Information provided section start

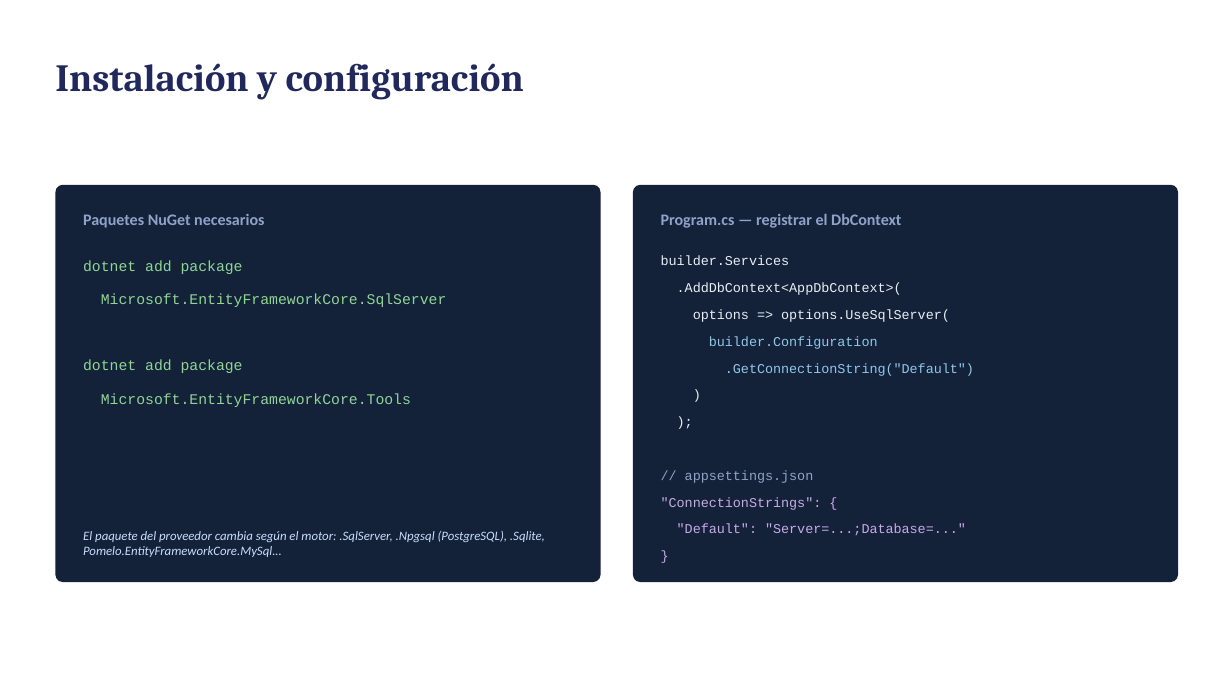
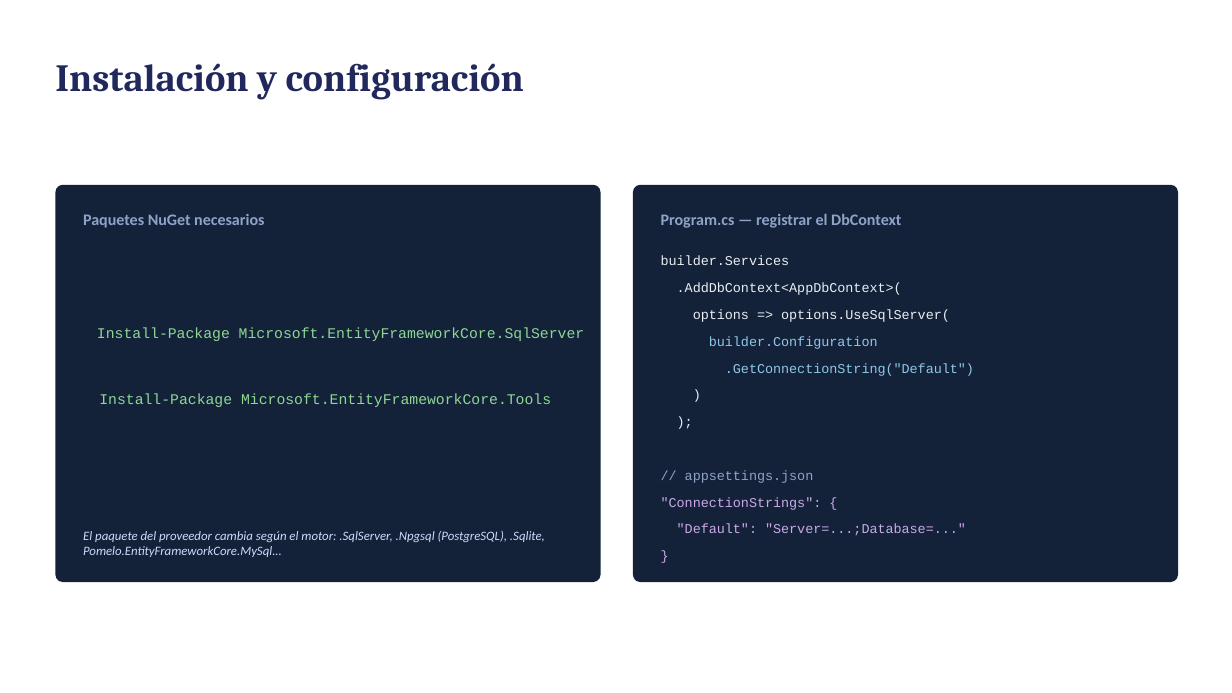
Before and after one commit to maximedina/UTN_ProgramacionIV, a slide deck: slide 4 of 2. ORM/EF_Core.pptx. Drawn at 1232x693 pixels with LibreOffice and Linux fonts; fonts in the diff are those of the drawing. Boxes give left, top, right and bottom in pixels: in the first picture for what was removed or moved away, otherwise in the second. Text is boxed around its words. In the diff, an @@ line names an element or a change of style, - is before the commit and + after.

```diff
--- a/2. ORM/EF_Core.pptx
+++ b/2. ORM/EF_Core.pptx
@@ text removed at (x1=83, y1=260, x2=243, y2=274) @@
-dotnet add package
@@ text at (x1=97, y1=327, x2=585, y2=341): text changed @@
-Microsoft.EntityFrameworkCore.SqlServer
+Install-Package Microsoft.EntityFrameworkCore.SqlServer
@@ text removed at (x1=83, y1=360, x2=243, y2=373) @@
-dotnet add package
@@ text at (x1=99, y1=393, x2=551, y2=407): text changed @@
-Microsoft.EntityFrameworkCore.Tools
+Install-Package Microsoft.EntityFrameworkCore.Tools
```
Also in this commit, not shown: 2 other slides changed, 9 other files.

Information provided section end

Without including any pictures, reproduce the listing exactly.

__Answer to the exercise__.
Before and after one commit to maximedina/UTN_ProgramacionIV, a slide deck: slide 4 of 2. ORM/EF_Core.pptx. Drawn at 1232x693 pixels with LibreOffice and Linux fonts; fonts in the diff are those of the drawing. Boxes give left, top, right and bottom in pixels: in the first picture for what was removed or moved away, otherwise in the second. Text is boxed around its words. In the diff, an @@ line names an element or a change of style, - is before the commit and + after.

```diff
--- a/2. ORM/EF_Core.pptx
+++ b/2. ORM/EF_Core.pptx
@@ text removed at (x1=83, y1=260, x2=243, y2=274) @@
-dotnet add package
@@ text at (x1=97, y1=327, x2=585, y2=341): text changed @@
-Microsoft.EntityFrameworkCore.SqlServer
+Install-Package Microsoft.EntityFrameworkCore.SqlServer
@@ text removed at (x1=83, y1=360, x2=243, y2=373) @@
-dotnet add package
@@ text at (x1=99, y1=393, x2=551, y2=407): text changed @@
-Microsoft.EntityFrameworkCore.Tools
+Install-Package Microsoft.EntityFrameworkCore.Tools
```
Also in this commit, not shown: 2 other slides changed, 9 other files.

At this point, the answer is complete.